### [The problem]
Although the records contain pictures, repeat only the text of every line exactly.
━━━━━ Recorded information
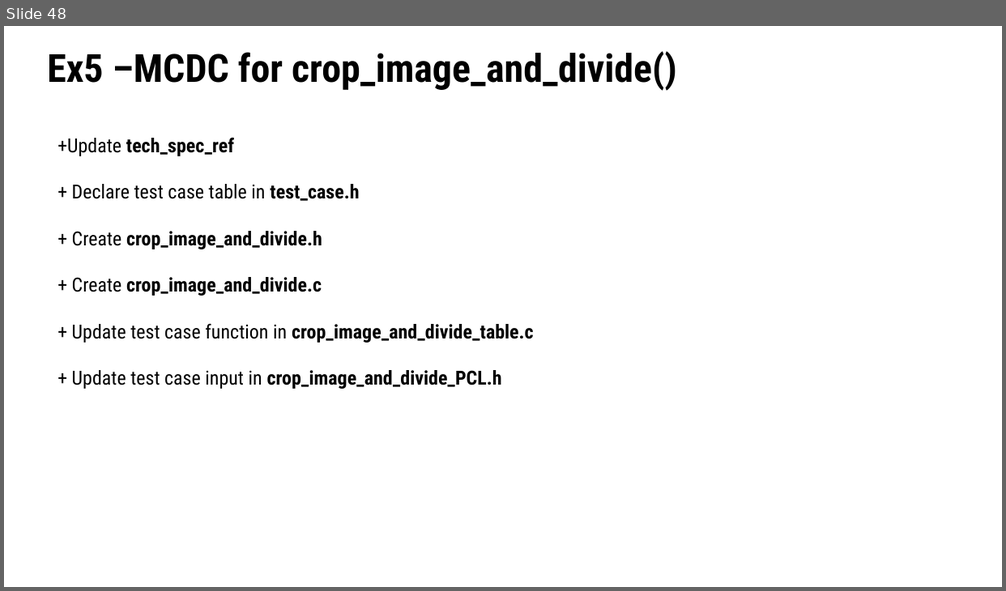
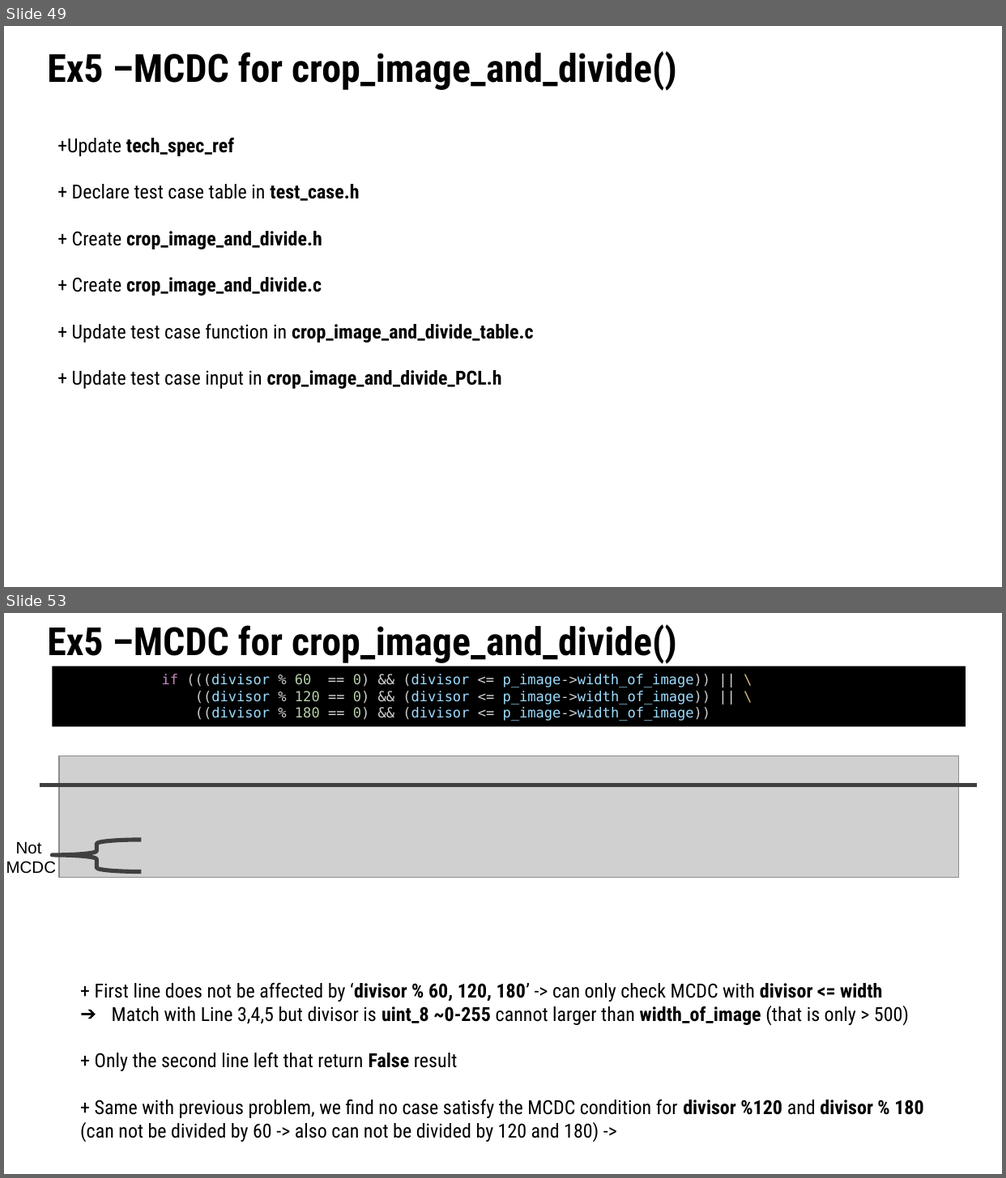
Before and after one commit to TommyandTina/Linux-Lab, a slide deck: APR-2024/0104/Knowledge_UT.pptx. Shown one above the other, each under a label of ours: slide 48 before the commit, slides 49 and 53 after it; the slides between them are not shown. The pictures are 1006x591 and 1006x1178 pixels, drawn with LibreOffice and Linux fonts; fonts in the diff are those of the drawing; grey boxes stand for pictures. Boxes give left, top, right and bottom in pixels: in the first picture for what was removed or moved away, otherwise in the second. Text is boxed around its words. In the diff, an @@ line names an element or a change of style, - is before the commit and + after.

```diff
--- a/APR-2024/0104/Knowledge_UT.pptx
+++ b/APR-2024/0104/Knowledge_UT.pptx
@@ slide 53 added at [4,613,1002,1174], background #FFFFFF @@
@@ title added at [47,624,677,664], 28 pt, text #000000, bold @@
+Ex5 –MCDC for crop_image_and_divide()
@@ rectangle added at [52,666,965,726], fill #000000, 10 pt, text #9CDCFE @@
+if (((divisor % 60 == 0) && (divisor <= p_image->width_of_image)) || \
+((divisor % 120 == 0) && (divisor <= p_image->width_of_image)) || \
+((divisor % 180 == 0) && (divisor <= p_image->width_of_image))
@@ picture added at [59,756,958,877] @@
@@ line added from (40, 785) to (977, 785), #3F3F3F 3 pt @@
@@ text added at [6,842,56,874], 12 pt, text #000000 @@
+Not
+MCDC
@@ left brace added at [52,840,141,871], outline #3F3F3F 3 pt @@
@@ text added at [80,982,923,1143], 14 pt, text #000000 @@
++ First line does not be affected by ‘divisor % 60, 120, 180’ -> can only check MCDC with divisor <= width
+➔ Match with Line 3,4,5 but divisor is uint_8 ~0-255 cannot larger than width_of_image (that is only > 500)
++ Only the second line left that return False result
++ Same with previous problem, we find no case satisfy the MCDC condition for divisor %120 and divisor % 180 (can not be divided by 60 -> also can not be divided by 120 and 180) ->
@@ what was slide 48 is now slide 49 @@
```
Also in this commit, not shown: 10 slides changed, 3 other slides added, 1 slide removed, 2 other files.
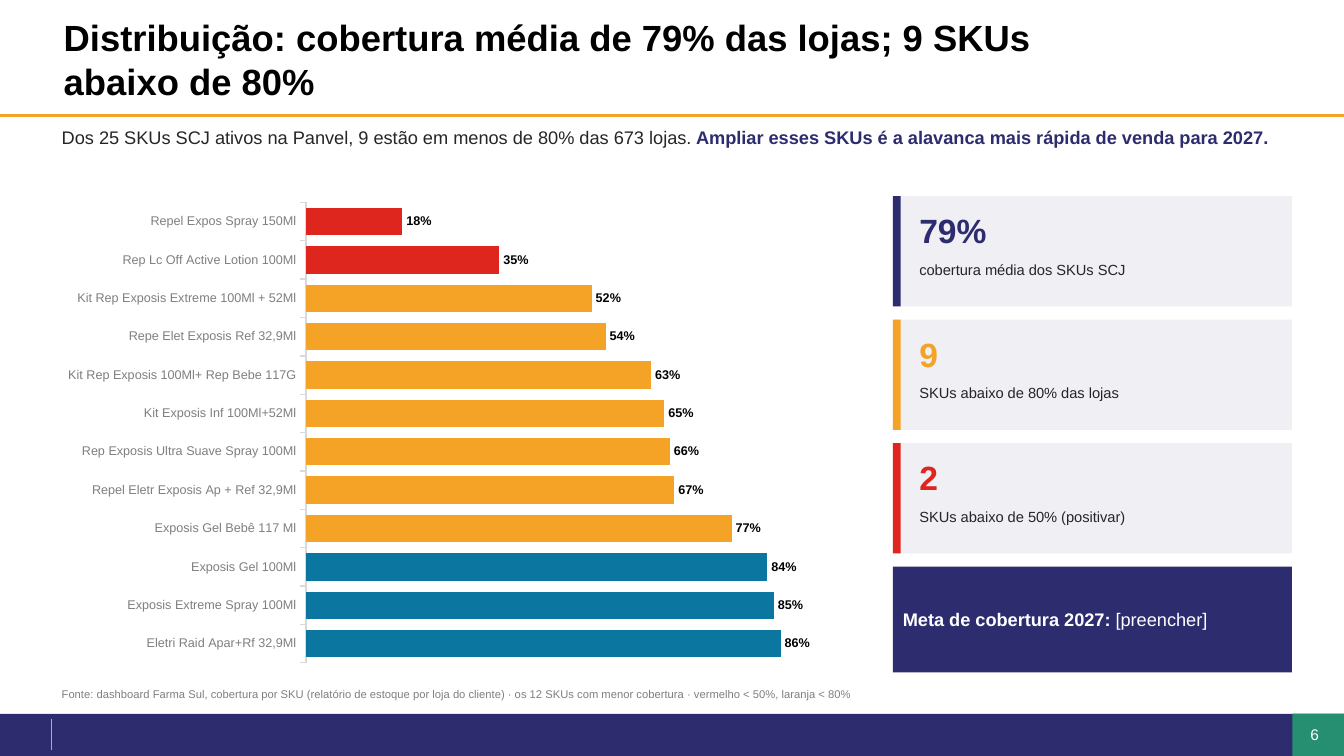
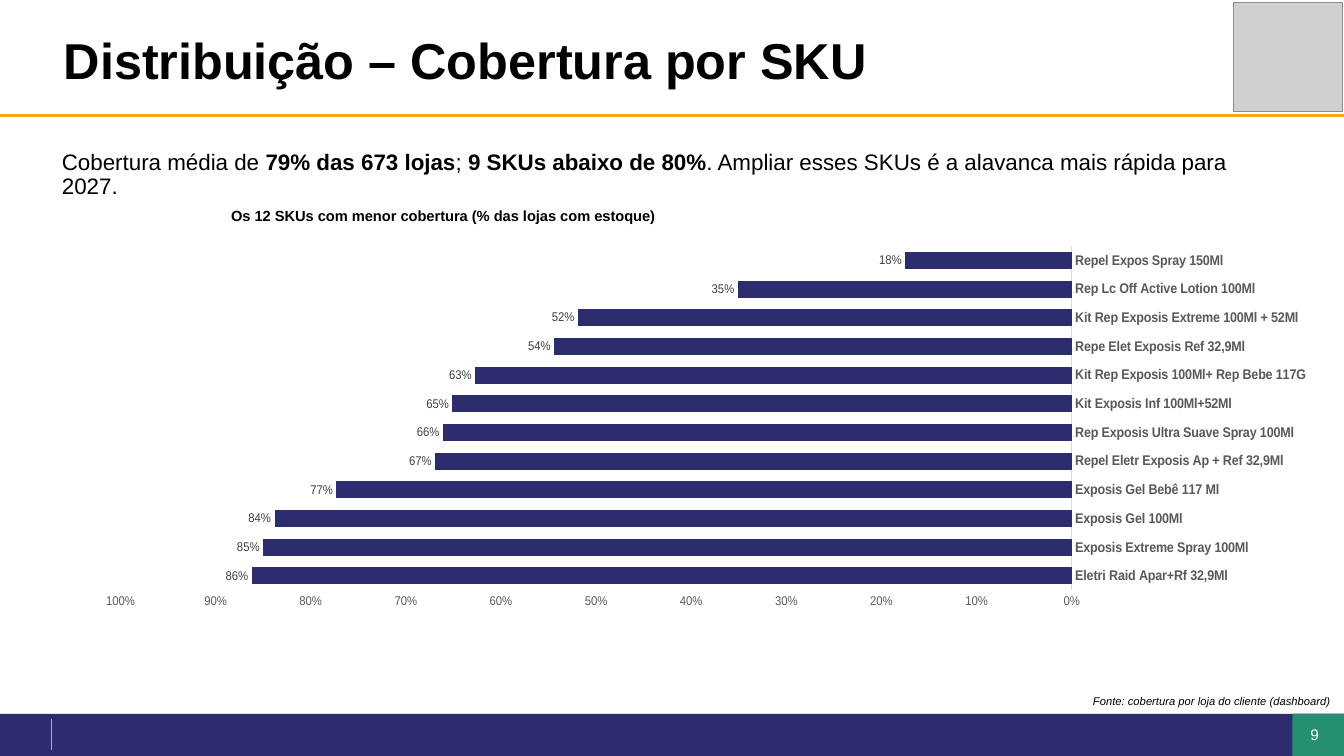
Before and after one commit to giovanoanjos27-del/Dashboard-Farma-sul, a slide deck: slide 9 of jbp/JBP2027_Panvel.pptx (slide 6 before the commit). Drawn at 1344x756 pixels with LibreOffice and Linux fonts; fonts in the diff are those of the drawing; grey boxes stand for pictures; background and template pictures are left out. Boxes give left, top, right and bottom in pixels: in the first picture for what was removed or moved away, otherwise in the second. Text is boxed around its words. In the diff, an @@ line names an element or a change of style, - is before the commit and + after.

```diff
--- a/jbp/JBP2027_Panvel.pptx
+++ b/jbp/JBP2027_Panvel.pptx
@@ rectangle added at (1177,11,1324,104), fill #FFFFFF @@
@@ picture added at (1234,3,1343,112) @@
@@ title at (64,42,866,89): text changed; size 26 to 36 pt @@
-Distribuição: cobertura média de 79% das lojas; 9 SKUs abaixo de 80%
+Distribuição – Cobertura por SKU
@@ text at (62,153,1227,195): text changed; size 13 to 16 pt; text colour #262626 to #000000 @@
-Dos 25 SKUs SCJ ativos na Panvel, 9 estão em menos de 80% das 673 lojas. Ampliar esses SKUs é a alavanca mais rápida de venda para 2027.
+Cobertura média de 79% das 673 lojas; 9 SKUs abaixo de 80%. Ampliar esses SKUs é a alavanca mais rápida para 2027.
@@ rectangle removed at (893,197,1293,307) @@
@@ rectangle removed at (893,197,901,307) @@
@@ bar chart at (30,232,1311,676) @@
@@ colour of Series 1 #0B76A0 to #2D2C6E @@
@@ data labels of Series 1 changed @@
@@ colours of single points changed @@
@@ category axis changed @@
@@ value axis changed @@
@@ bar spacing changed @@
@@ plot area changed @@
@@ bar chart: place and size @@
-bar chart at (51,193,873,673)
+bar chart at (30,232,1311,676)
@@ text added at (231,210,655,224), 10.5 pt, text #000000, bold @@
+Os 12 SKUs com menor cobertura (% das lojas com estoque)
@@ text removed at (919,219,986,244) @@
-79%
@@ text removed at (919,264,1126,275) @@
-cobertura média dos SKUs SCJ
@@ rectangle removed at (893,320,1293,430) @@
@@ rectangle removed at (893,320,901,430) @@
@@ text removed at (919,343,938,368) @@
-9
@@ text removed at (919,387,1119,401) @@
-SKUs abaixo de 80% das lojas
@@ rectangle removed at (893,444,1293,554) @@
@@ rectangle removed at (893,444,901,554) @@
@@ text removed at (919,466,938,490) @@
-2
@@ text removed at (919,511,1125,525) @@
-SKUs abaixo de 50% (positivar)
@@ rectangle removed at (893,567,1293,673) @@
-Meta de cobertura 2027: [preencher]
@@ text removed at (62,690,850,700) @@
-Fonte: dashboard Farma Sul, cobertura por SKU (relatório de estoque por loja do cliente) · os 12 SKUs com menor cobertura · vermelho < 50%, laranja < 80%
@@ text added at (1093,697,1331,708), 8 pt, text #000000, italic @@
+Fonte: cobertura por loja do cliente (dashboard)
@@ page number at (1293,715,1337,755): text changed @@
-6
+9
@@ page number at (1310,729,1319,740): text changed @@
-6
+9
```
Also in this commit, not shown: 4 other slides changed, 11 slides added, 9 slides removed, 7 other files.
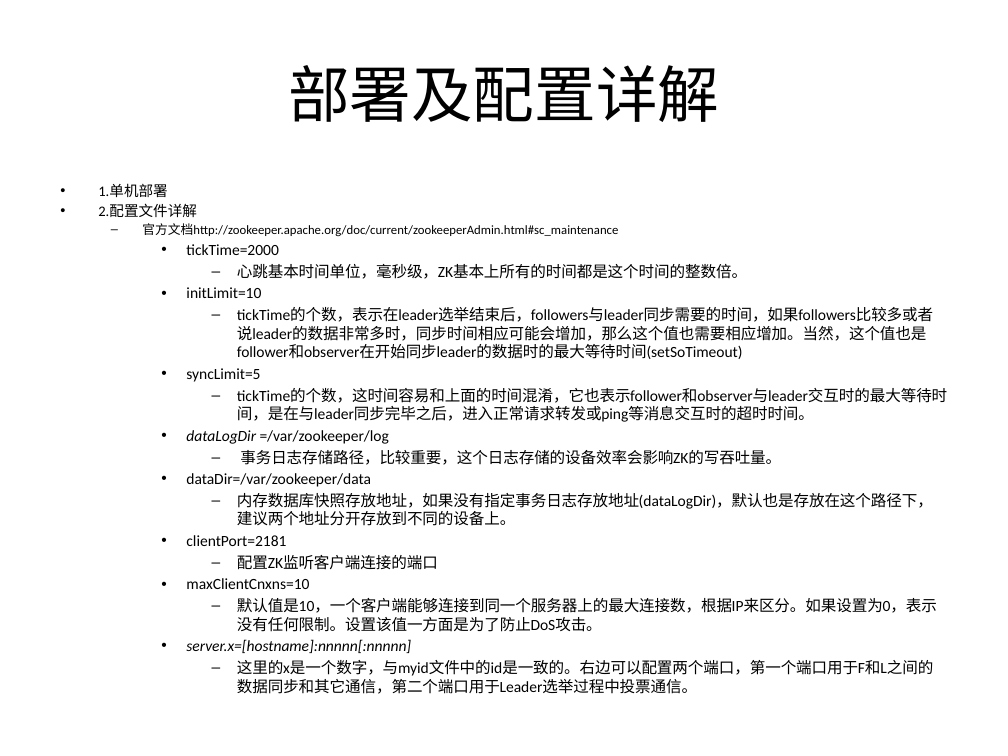
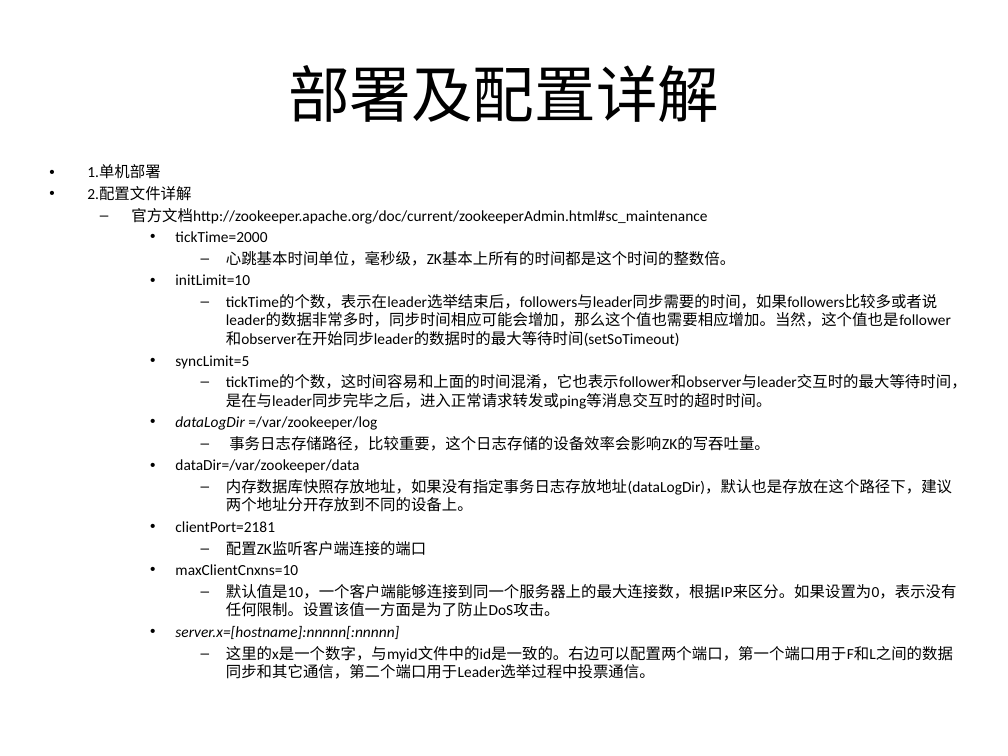
Before and after one commit to lfhan/zktest, a slide deck: slide 2 of doc/zookeeper.pptx. Drawn at 1008x756 pixels with LibreOffice and Linux fonts; fonts in the diff are those of the drawing. Boxes give left, top, right and bottom in pixels: in the first picture for what was removed or moved away, otherwise in the second. Text is boxed around its words. In the diff, an @@ line names an element or a change of style, - is before the commit and + after.

```diff
--- a/doc/zookeeper.pptx
+++ b/doc/zookeeper.pptx
@@ text "1.单机部署": place and size @@
-text "1.单机部署" at [98, 183, 947, 676]
+text "1.单机部署" at [87, 164, 967, 679]
@@ text "1.单机部署" at [87, 164, 967, 679]: size 10.4 to 11 pt in "1.单机部署", "2.配置文件详解"; size 9.1 to 11 pt in "官方文档http://zookeeper.apache.org/doc/current/zookeeperAdmin.h ..."; size 11.1 to 11 pt in "tickTime=2000", "心跳基本时间单位，毫秒级，ZK基本上所有的时间都是这个时间的整数倍。", "initLimit=10", "tickTime的个数，表示在leader选举结束后，followers与leader同步需要的时间，如果followe ..." and 12 more places @@
```
Also in this commit, not shown: 2 other slides changed, 1 slide added.
━━━━━━━━━━
### [Response for this exercise]
Before and after one commit to TommyandTina/Linux-Lab, a slide deck: APR-2024/0104/Knowledge_UT.pptx. Shown one above the other, each under a label of ours: slide 48 before the commit, slides 49 and 53 after it; the slides between them are not shown. The pictures are 1006x591 and 1006x1178 pixels, drawn with LibreOffice and Linux fonts; fonts in the diff are those of the drawing; grey boxes stand for pictures. Boxes give left, top, right and bottom in pixels: in the first picture for what was removed or moved away, otherwise in the second. Text is boxed around its words. In the diff, an @@ line names an element or a change of style, - is before the commit and + after.

```diff
--- a/APR-2024/0104/Knowledge_UT.pptx
+++ b/APR-2024/0104/Knowledge_UT.pptx
@@ slide 53 added at [4,613,1002,1174], background #FFFFFF @@
@@ title added at [47,624,677,664], 28 pt, text #000000, bold @@
+Ex5 –MCDC for crop_image_and_divide()
@@ rectangle added at [52,666,965,726], fill #000000, 10 pt, text #9CDCFE @@
+if (((divisor % 60 == 0) && (divisor <= p_image->width_of_image)) || \
+((divisor % 120 == 0) && (divisor <= p_image->width_of_image)) || \
+((divisor % 180 == 0) && (divisor <= p_image->width_of_image))
@@ picture added at [59,756,958,877] @@
@@ line added from (40, 785) to (977, 785), #3F3F3F 3 pt @@
@@ text added at [6,842,56,874], 12 pt, text #000000 @@
+Not
+MCDC
@@ left brace added at [52,840,141,871], outline #3F3F3F 3 pt @@
@@ text added at [80,982,923,1143], 14 pt, text #000000 @@
++ First line does not be affected by ‘divisor % 60, 120, 180’ -> can only check MCDC with divisor <= width
+➔ Match with Line 3,4,5 but divisor is uint_8 ~0-255 cannot larger than width_of_image (that is only > 500)
++ Only the second line left that return False result
++ Same with previous problem, we find no case satisfy the MCDC condition for divisor %120 and divisor % 180 (can not be divided by 60 -> also can not be divided by 120 and 180) ->
@@ what was slide 48 is now slide 49 @@
```
Also in this commit, not shown: 10 slides changed, 3 other slides added, 1 slide removed, 2 other files.
Before and after one commit to giovanoanjos27-del/Dashboard-Farma-sul, a slide deck: slide 9 of jbp/JBP2027_Panvel.pptx (slide 6 before the commit). Drawn at 1344x756 pixels with LibreOffice and Linux fonts; fonts in the diff are those of the drawing; grey boxes stand for pictures; background and template pictures are left out. Boxes give left, top, right and bottom in pixels: in the first picture for what was removed or moved away, otherwise in the second. Text is boxed around its words. In the diff, an @@ line names an element or a change of style, - is before the commit and + after.

```diff
--- a/jbp/JBP2027_Panvel.pptx
+++ b/jbp/JBP2027_Panvel.pptx
@@ rectangle added at (1177,11,1324,104), fill #FFFFFF @@
@@ picture added at (1234,3,1343,112) @@
@@ title at (64,42,866,89): text changed; size 26 to 36 pt @@
-Distribuição: cobertura média de 79% das lojas; 9 SKUs abaixo de 80%
+Distribuição – Cobertura por SKU
@@ text at (62,153,1227,195): text changed; size 13 to 16 pt; text colour #262626 to #000000 @@
-Dos 25 SKUs SCJ ativos na Panvel, 9 estão em menos de 80% das 673 lojas. Ampliar esses SKUs é a alavanca mais rápida de venda para 2027.
+Cobertura média de 79% das 673 lojas; 9 SKUs abaixo de 80%. Ampliar esses SKUs é a alavanca mais rápida para 2027.
@@ rectangle removed at (893,197,1293,307) @@
@@ rectangle removed at (893,197,901,307) @@
@@ bar chart at (30,232,1311,676) @@
@@ colour of Series 1 #0B76A0 to #2D2C6E @@
@@ data labels of Series 1 changed @@
@@ colours of single points changed @@
@@ category axis changed @@
@@ value axis changed @@
@@ bar spacing changed @@
@@ plot area changed @@
@@ bar chart: place and size @@
-bar chart at (51,193,873,673)
+bar chart at (30,232,1311,676)
@@ text added at (231,210,655,224), 10.5 pt, text #000000, bold @@
+Os 12 SKUs com menor cobertura (% das lojas com estoque)
@@ text removed at (919,219,986,244) @@
-79%
@@ text removed at (919,264,1126,275) @@
-cobertura média dos SKUs SCJ
@@ rectangle removed at (893,320,1293,430) @@
@@ rectangle removed at (893,320,901,430) @@
@@ text removed at (919,343,938,368) @@
-9
@@ text removed at (919,387,1119,401) @@
-SKUs abaixo de 80% das lojas
@@ rectangle removed at (893,444,1293,554) @@
@@ rectangle removed at (893,444,901,554) @@
@@ text removed at (919,466,938,490) @@
-2
@@ text removed at (919,511,1125,525) @@
-SKUs abaixo de 50% (positivar)
@@ rectangle removed at (893,567,1293,673) @@
-Meta de cobertura 2027: [preencher]
@@ text removed at (62,690,850,700) @@
-Fonte: dashboard Farma Sul, cobertura por SKU (relatório de estoque por loja do cliente) · os 12 SKUs com menor cobertura · vermelho < 50%, laranja < 80%
@@ text added at (1093,697,1331,708), 8 pt, text #000000, italic @@
+Fonte: cobertura por loja do cliente (dashboard)
@@ page number at (1293,715,1337,755): text changed @@
-6
+9
@@ page number at (1310,729,1319,740): text changed @@
-6
+9
```
Also in this commit, not shown: 4 other slides changed, 11 slides added, 9 slides removed, 7 other files.
Before and after one commit to lfhan/zktest, a slide deck: slide 2 of doc/zookeeper.pptx. Drawn at 1008x756 pixels with LibreOffice and Linux fonts; fonts in the diff are those of the drawing. Boxes give left, top, right and bottom in pixels: in the first picture for what was removed or moved away, otherwise in the second. Text is boxed around its words. In the diff, an @@ line names an element or a change of style, - is before the commit and + after.

```diff
--- a/doc/zookeeper.pptx
+++ b/doc/zookeeper.pptx
@@ text "1.单机部署": place and size @@
-text "1.单机部署" at [98, 183, 947, 676]
+text "1.单机部署" at [87, 164, 967, 679]
@@ text "1.单机部署" at [87, 164, 967, 679]: size 10.4 to 11 pt in "1.单机部署", "2.配置文件详解"; size 9.1 to 11 pt in "官方文档http://zookeeper.apache.org/doc/current/zookeeperAdmin.h ..."; size 11.1 to 11 pt in "tickTime=2000", "心跳基本时间单位，毫秒级，ZK基本上所有的时间都是这个时间的整数倍。", "initLimit=10", "tickTime的个数，表示在leader选举结束后，followers与leader同步需要的时间，如果followe ..." and 12 more places @@
```
Also in this commit, not shown: 2 other slides changed, 1 slide added.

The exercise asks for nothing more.